O cirurgião Daniel Travancinha defende que as cirurgias estéticas têm um papel determinante para o bem-estar físico e psicológico. Apesar de consciente de todos os riscos das cirurgias estéticas, garante que o facto de o paciente poder sentir-se bem consigo mesmo sobrepõe-se, muitas vezes, aos riscos, ajudando as pessoas que procuram uma imagem perfeita através de operações plásticas a alcançarem estabilidade a nível psicológico.

Apesar de todas as inovações, os pacientes correm riscos nas intervenções cirurgias.

Mesmo com todas as inovações nas cirurgias plásticas, o Doutor Daniel Travancinha afirma que, apesar de a probabilidade de ocorrer um problema durante o período operativo ser baixa, este tipo de operações não é isento de riscos para a saúde. O risco anestésico-cirúrgico tem uma probabilidade de trazer complicações para o paciente.

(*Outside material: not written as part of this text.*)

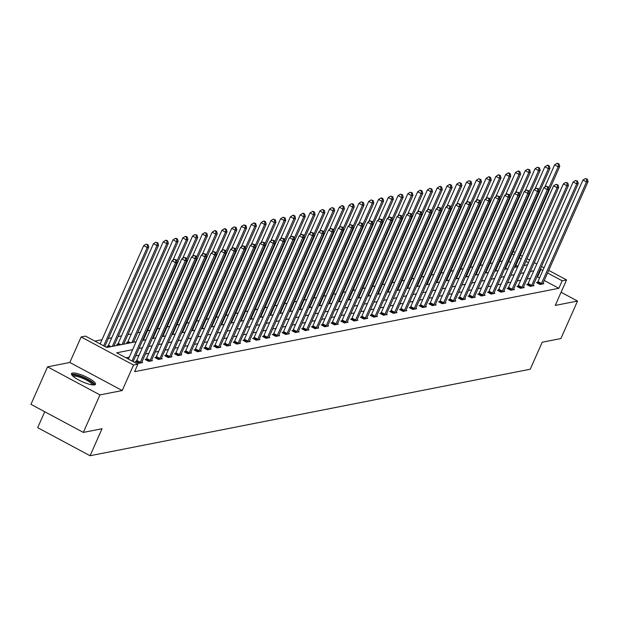<?xml version="1.0" encoding="UTF-8"?>
<svg xmlns="http://www.w3.org/2000/svg" width="619" height="619" viewBox="0 0 619 619"><rect width="100%" height="100%" fill="white"/><g stroke="black" fill="none" stroke-linecap="round" stroke-linejoin="round"><path stroke-width="0.93" d="M72.438 373.048A13.146 3.01 23.9 0 0 71.464 373.644A13.146 3.01 23.9 0 0 80.393 380.847A13.146 3.01 23.9 0 0 94.529 384.886A13.146 3.01 23.9 0 0 95.504 384.291A13.146 3.01 23.9 0 0 86.575 377.087A13.146 3.01 23.9 0 0 72.438 373.048M512.834 252.119L514.157 251.863L515.147 252.39M44.738 411.728L37.674 427.667L90.072 455.731L530.251 369.218L542.213 342.222L560.907 338.547L577.519 301.051L561.093 292.253M90.072 455.731L102.034 428.735L83.341 432.41L30.95 404.339L47.562 366.843L99.961 394.914L122.222 390.535L133.526 365.04L81.128 336.968L85.523 336.109L106.762 347.483L136.141 341.711M122.222 390.535L69.831 362.471L47.562 366.843M69.831 362.471L81.128 336.968M502.396 261.025L499.726 261.543M492.608 262.943L489.939 263.47M482.828 264.87L480.158 265.389M473.04 266.789L470.37 267.315M463.252 268.716L460.59 269.234M453.472 270.635L450.802 271.161M443.684 272.561L441.022 273.08M433.904 274.48L431.234 275.006M424.116 276.407L421.454 276.933M414.335 278.326L411.666 278.852M404.547 280.252L401.878 280.778M394.76 282.171L392.098 282.697M384.979 284.098L382.31 284.624M375.191 286.017L372.53 286.543M365.411 287.943L362.742 288.469M355.623 289.87L352.962 290.388M345.843 291.789L343.174 292.315M336.055 293.716L333.386 294.234M326.275 295.634L323.605 296.161M316.487 297.561L313.818 298.079M306.699 299.48L304.037 300.006M296.919 301.407L294.249 301.933M287.131 303.325L284.469 303.852M277.351 305.252L274.681 305.778M267.563 307.171L264.901 307.697M257.783 309.098L255.113 309.624M247.995 311.017L245.325 311.543M238.207 312.943L235.545 313.469M228.426 314.87L225.757 315.388M218.639 316.789L215.977 317.315M208.858 318.715L206.189 319.234M199.07 320.634L196.409 321.16M189.29 322.561L186.621 323.079M179.502 324.48L176.833 325.006M169.722 326.406L167.053 326.933M159.934 328.325L157.265 328.851M150.146 330.252L147.484 330.778M140.366 332.171L137.697 332.697M131.329 333.951L127.916 334.624M121.548 335.869L118.128 336.543M111.76 337.796L108.34 338.469M101.98 339.715L94.869 341.115M83.341 432.41L99.961 394.914M517.894 266.356L515.929 265.303M510.675 262.487L508.71 261.435M108.642 347.12L107.017 346.245L108.031 346.044M118.422 345.193L116.798 344.326L117.819 344.125M128.21 343.274L126.586 342.4L127.599 342.199M132.613 349.665L116.674 352.799L137.913 364.173L134.594 371.671L558.841 288.292L544.248 280.477M539.551 277.962L537.601 276.91L536.828 277.064M530.46 278.318L527.04 278.991M520.672 280.237L517.252 280.91M510.892 282.163L507.472 282.837M501.104 284.082L497.684 284.755M491.324 286.009L487.904 286.682M481.536 287.936L478.116 288.601M471.748 289.854L468.335 290.528M461.967 291.781L458.547 292.447M452.18 293.7L448.767 294.373M442.399 295.627L438.979 296.3M432.611 297.546L429.191 298.219M422.831 299.472L419.411 300.145M413.043 301.391L409.623 302.064M403.255 303.318L399.843 303.991M393.475 305.237L390.055 305.91M383.687 307.163L380.275 307.836M373.907 309.082L370.487 309.755M364.119 311.009L360.699 311.682M354.339 312.935L350.919 313.601M344.551 314.854L341.131 315.528M334.771 316.781L331.351 317.446M324.983 318.7L321.563 319.373M315.195 320.627L311.783 321.3M305.415 322.545L301.995 323.219M295.627 324.472L292.214 325.145M285.846 326.391L282.426 327.064M276.059 328.318L272.639 328.991M266.278 330.237L262.858 330.91M256.49 332.163L253.07 332.836M246.702 334.082L243.29 334.755M236.922 336.009L233.502 336.682M227.134 337.935L223.722 338.601M217.354 339.854L213.934 340.527M207.566 341.781L204.146 342.446M197.786 343.7L194.366 344.373M187.998 345.626L184.578 346.3M178.218 347.545L174.798 348.218M168.43 349.472L165.01 350.145M158.642 351.391L155.23 352.064M148.862 353.317L145.442 353.991M139.074 355.236L135.662 355.91M129.294 357.163L126.021 357.805M136.35 361.217L135.337 361.419L138.873 363.314L142.641 362.572L141.828 362.138M146.138 359.299L145.117 359.492L148.661 361.388L152.421 360.653L151.616 360.219M155.918 357.372L154.905 357.573L158.449 359.469L162.209 358.726L161.397 358.293M165.706 355.453L164.693 355.646L168.229 357.542L171.989 356.807L171.184 356.374M175.487 353.526L174.473 353.728L178.017 355.623L181.777 354.88L180.972 354.447M185.274 351.6L184.261 351.801L187.797 353.697L191.565 352.962L190.753 352.528M195.055 349.681L194.041 349.882L197.585 351.778L201.345 351.035L200.541 350.602M204.843 347.754L203.829 347.955L207.365 349.851L211.133 349.116L210.321 348.683M214.631 345.835L213.609 346.036L217.153 347.932L220.913 347.189L220.109 346.756M224.411 343.909L223.397 344.11L226.933 346.006L230.701 345.27L229.889 344.837M234.199 341.99L233.185 342.191L236.721 344.087L240.482 343.344L239.677 342.911M243.979 340.063L242.965 340.264L246.509 342.16L250.269 341.425L249.465 340.992M253.767 338.144L252.753 338.338L256.289 340.241L260.057 339.498L259.245 339.065M263.547 336.218L262.533 336.419L266.077 338.314L269.838 337.572L269.033 337.138M273.335 334.299L272.321 334.492L275.857 336.388L279.626 335.653L278.813 335.219M283.123 332.372L282.102 332.573L285.645 334.469L289.406 333.726L288.601 333.293M292.903 330.453L291.889 330.647L295.425 332.542L299.194 331.807L298.381 331.374M302.691 328.527L301.67 328.728L305.213 330.623L308.974 329.881L308.169 329.447M312.471 326.6L311.458 326.801L315.001 328.697L318.762 327.962L317.949 327.528M322.259 324.681L321.246 324.882L324.782 326.778L328.542 326.035L327.737 325.602M332.039 322.754L331.026 322.956L334.57 324.851L338.33 324.116L337.525 323.683M341.827 320.835L340.814 321.037L344.35 322.932L348.118 322.19L347.305 321.756M351.607 318.909L350.594 319.11L354.138 321.006L357.898 320.271L357.093 319.837M361.395 316.99L360.382 317.191L363.918 319.087L367.686 318.344L366.874 317.911M371.183 315.063L370.162 315.264L373.706 317.16L377.466 316.425L376.662 315.992M380.964 313.144L379.95 313.338L383.486 315.241L387.254 314.498L386.442 314.065M390.751 311.218L389.738 311.419L393.274 313.315L397.034 312.572L396.23 312.138M400.532 309.299L399.518 309.492L403.062 311.388L406.822 310.653L406.018 310.22M410.32 307.372L409.306 307.573L412.842 309.469L416.61 308.726L415.798 308.293M420.1 305.453L419.086 305.647L422.63 307.542L426.39 306.807L425.586 306.374M429.888 303.527L428.874 303.728L432.41 305.624L436.178 304.881L435.366 304.447M439.676 301.6L438.654 301.801L442.198 303.697L445.959 302.962L445.154 302.529M449.456 299.681L448.442 299.882L451.978 301.778L455.746 301.035L454.934 300.602M459.244 297.754L458.222 297.956L461.766 299.851L465.527 299.116L464.722 298.683M469.024 295.836L468.01 296.037L471.554 297.932L475.315 297.19L474.502 296.756M478.812 293.909L477.798 294.11L481.334 296.006L485.095 295.271L484.29 294.837M488.592 291.99L487.579 292.191L491.122 294.087L494.883 293.344L494.078 292.911M498.38 290.063L497.366 290.265L500.903 292.16L504.671 291.425L503.858 290.992M508.16 288.144L507.147 288.338L510.69 290.241L514.451 289.499L513.646 289.065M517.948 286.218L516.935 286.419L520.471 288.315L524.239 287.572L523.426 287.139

De acordo com o cirurgião, essas ocorrências estão sujeitas a vários fatores, como o estado de saúde do paciente, a qualificação profissional da equipa médica, ou a técnica operatória e condições da instituição hospitalar.

Maria Carolina, quando questionada sobre o pós-cirurgia, afirma que os resultados são bastantes positivos e visíveis, tanto a nível estético como funcional. “Eu respiro 200% melhor do que antes e até a minha voz mudou. Antes era muito nasalada”. A nível estético também se nota uma grande diferença. Antes da operação tinha um alto enorme no nariz”.

Porém, nem sempre tudo corre bem. Maria Carolina conta-nos que, na sua cirurgia, os resultados demoraram a aparecer: “Mesmo passado um ano, o nariz ainda está muito inchado. Ainda não tem o aspeto que irá ter no final”. Horas após a realização da operação, já recuperada da anestesia, Madalena Pena começou a sentir um forte peso e uma angustiante dor no peito. Felizmente, não houve motivos para grande preocupação, porque não houve complicações graves.

“Recomendo as operações plásticas às outras pessoas e não fecho a porta a voltar a fazer”. A cirurgia de Madalena, para além de lhe ter trazido benefícios na vertente psicológica, também lhe proporcionou uma melhoria na qualidade de vida: “Ainda é muito chocante para mim ir a uma discoteca ou ir a um sítio qualquer e poder saltar. Para mim ainda é um milagre. Eu, com o peito que tinha, não conseguia correr, não conseguia saltar, não conseguia fazer nada”.

Mesmo com os avanços da tecnologia nos últimos anos, ainda é recorrente a ideia de que as cirurgias são muito perigosas. “Para quê correr esse risco, sendo tão nova?” Madalena lidou com este tipo de críticas após fazer a sua operação, provenientes sobretudo de pessoas mais velhas. Mas, podemos colocar a questão de outra forma: será que as inovações nas operações plásticas vão conseguir tornar os benefícios destas intervenções menos arriscados, particularmente, para o nosso estado de espírito?